▶ [Problem details] Using the records below, transcribe word for word the stretch from the line that contains "ROD_PROTRUSION = 7.0" through the line that contains "SHOULDER_CHAMFER = (ROD_DIAMETER", both end lines included, and nothing else.

▶ [Collected data]
★ ★ ★ ★ ★

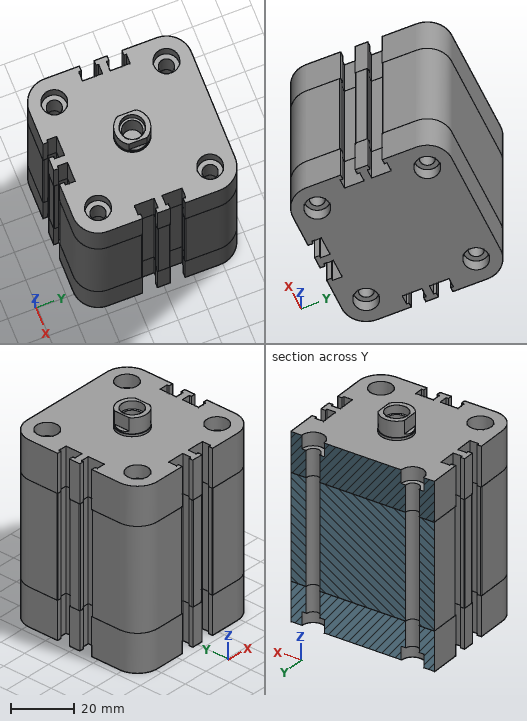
import cadquery as cq

WIDTH = 55.0
TOTAL_HEIGHT = 77.0
ROD_PROTRUSION = 7.0
CAP_HEIGHT = 15.0
CORNER_RADIUS = 8.5
HOUSING_HEIGHT = TOTAL_HEIGHT - ROD_PROTRUSION
BARREL_HEIGHT = HOUSING_HEIGHT - 2 * CAP_HEIGHT
FRONT_CAP_BASE = CAP_HEIGHT + BARREL_HEIGHT

HOLE_DIAMETER = 5.1
COUNTERBORE_DIAMETER = 8.5
COUNTERBORE_DEPTH = 5.0
HOLE_SPACING = WIDTH - 2 * CORNER_RADIUS

SLOT_OFFSET = 4.7
SLOT_MOUTH_WIDTH = 5.0
SLOT_INNER_WIDTH = 6.8
SLOT_DEPTH = 5.0
SLOT_LIP = 1.7
LIP_CHAMFER = 0.3
SLOT_SIDE_ANGLES = (0, 90, -90)

ROD_DIAMETER = 12.0
ROD_TIP_DIAMETER = 11.8
SHOULDER_HEIGHT = 1.0
SHOULDER_CHAMFER = (ROD_DIAMETER - ROD_TIP_DIAMETER) / 2
FLATS_WIDTH = 10.0
FLATS_HEIGHT = 2.0
FLATS_RUNOUT_DROP = 0.55
THREAD_DIAMETER = 6.8
THREAD_END_DEPTH = 12.0
RECESS_DIAMETER = 8.3
RECESS_DEPTH = 3.0


def slot_cutter(height, lip_chamfer):
    """Pair of T-slots along Z in the -Y side, with optional chamfers on the mouth."""
    side = -WIDTH / 2
    mouth = SLOT_MOUTH_WIDTH / 2
    inner = SLOT_INNER_WIDTH / 2
    right_half = [
        (mouth + lip_chamfer, side),
        (mouth, side + lip_chamfer),
        (mouth, side + SLOT_LIP),
        (inner, side + SLOT_LIP),
        (inner, side + SLOT_DEPTH),
    ]
    left_half = [(-x, y) for x, y in reversed(right_half)]
    outline = right_half + left_half
    if lip_chamfer == 0:
        outline = outline[1:-1]
    slot = cq.Workplane("XY").polyline(outline).close().extrude(height)
    return slot.translate((-SLOT_OFFSET, 0, 0)).add(slot.translate((SLOT_OFFSET, 0, 0)))


def housing_section(height, lip_chamfer=0.0):
    """Rounded square block with the sensor slots and the four through holes."""
    block = cq.Workplane("XY").rect(WIDTH, WIDTH).extrude(height)
    block = block.edges("|Z").fillet(CORNER_RADIUS)
    for slot in slot_cutter(height, lip_chamfer).vals():
        for angle in SLOT_SIDE_ANGLES:
            block = block.cut(cq.Workplane(slot.rotate((0, 0, 0), (0, 0, 1), angle)))
    holes = (
        cq.Workplane("XY")
        .rect(HOLE_SPACING, HOLE_SPACING, forConstruction=True)
        .vertices()
        .circle(HOLE_DIAMETER / 2)
        .extrude(height)
    )
    return block.cut(holes)


def end_cap():
    """Housing section whose mounting holes are counterbored from the top."""
    counterbores = (
        cq.Workplane("XY")
        .workplane(offset=CAP_HEIGHT - COUNTERBORE_DEPTH)
        .rect(HOLE_SPACING, HOLE_SPACING, forConstruction=True)
        .vertices()
        .circle(COUNTERBORE_DIAMETER / 2)
        .extrude(COUNTERBORE_DEPTH)
    )
    return housing_section(CAP_HEIGHT).cut(counterbores)


def make_rear_cap():
    """End cap turned over, so that its counterbores open downwards."""
    return end_cap().mirror("XY").translate((0, 0, CAP_HEIGHT))


def make_barrel():
    return housing_section(BARREL_HEIGHT, LIP_CHAMFER).translate((0, 0, CAP_HEIGHT))


def make_front_cap():
    """End cap with a central bore for the piston rod."""
    bore = cq.Workplane("XY").circle(ROD_DIAMETER / 2).extrude(CAP_HEIGHT)
    return end_cap().cut(bore).translate((0, 0, FRONT_CAP_BASE))


def wrench_flat_cutter():
    """Material removed on the +X side of the tip; its foot slopes down outwards."""
    flat = FLATS_WIDTH / 2
    tip = ROD_TIP_DIAMETER / 2
    foot = HOUSING_HEIGHT + FLATS_HEIGHT
    return (
        cq.Workplane("XZ")
        .moveTo(flat, TOTAL_HEIGHT)
        .lineTo(flat, foot)
        .lineTo(tip, foot - FLATS_RUNOUT_DROP)
        .lineTo(tip, TOTAL_HEIGHT)
        .close()
        .extrude(ROD_DIAMETER / 2, both=True)
    )


def make_piston_rod():
    """Stepped rod with two wrench flats and a threaded hole in its end."""
    shoulder = HOUSING_HEIGHT + SHOULDER_HEIGHT
    rod = (
        cq.Workplane("XZ")
        .moveTo(0, FRONT_CAP_BASE)
        .lineTo(ROD_DIAMETER / 2, FRONT_CAP_BASE)
        .lineTo(ROD_DIAMETER / 2, shoulder - SHOULDER_CHAMFER)
        .lineTo(ROD_TIP_DIAMETER / 2, shoulder)
        .lineTo(ROD_TIP_DIAMETER / 2, TOTAL_HEIGHT)
        .lineTo(0, TOTAL_HEIGHT)
        .close()
        .revolve(360, (0, 0, 0), (0, 1, 0))
    )
    flat_cut = wrench_flat_cutter()
    rod = rod.cut(flat_cut).cut(flat_cut.mirror("YZ"))
    return rod.faces(">Z").workplane(origin=(0, 0, TOTAL_HEIGHT)).cboreHole(
        THREAD_DIAMETER, RECESS_DIAMETER, RECESS_DEPTH, THREAD_END_DEPTH
    )


rear_cap = make_rear_cap()
barrel = make_barrel()
front_cap = make_front_cap()
piston_rod = make_piston_rod()

result = cq.Compound.makeCompound(
    [rear_cap.val(), barrel.val(), front_cap.val(), piston_rod.val()]
)

★ ★ ★ ★ ★

▶ [Solved problem]
ROD_PROTRUSION = 7.0
CAP_HEIGHT = 15.0
CORNER_RADIUS = 8.5
HOUSING_HEIGHT = TOTAL_HEIGHT - ROD_PROTRUSION
BARREL_HEIGHT = HOUSING_HEIGHT - 2 * CAP_HEIGHT
FRONT_CAP_BASE = CAP_HEIGHT + BARREL_HEIGHT

HOLE_DIAMETER = 5.1
COUNTERBORE_DIAMETER = 8.5
COUNTERBORE_DEPTH = 5.0
HOLE_SPACING = WIDTH - 2 * CORNER_RADIUS

SLOT_OFFSET = 4.7
SLOT_MOUTH_WIDTH = 5.0
SLOT_INNER_WIDTH = 6.8
SLOT_DEPTH = 5.0
SLOT_LIP = 1.7
LIP_CHAMFER = 0.3
SLOT_SIDE_ANGLES = (0, 90, -90)

ROD_DIAMETER = 12.0
ROD_TIP_DIAMETER = 11.8
SHOULDER_HEIGHT = 1.0
SHOULDER_CHAMFER = (ROD_DIAMETER - ROD_TIP_DIAMETER) / 2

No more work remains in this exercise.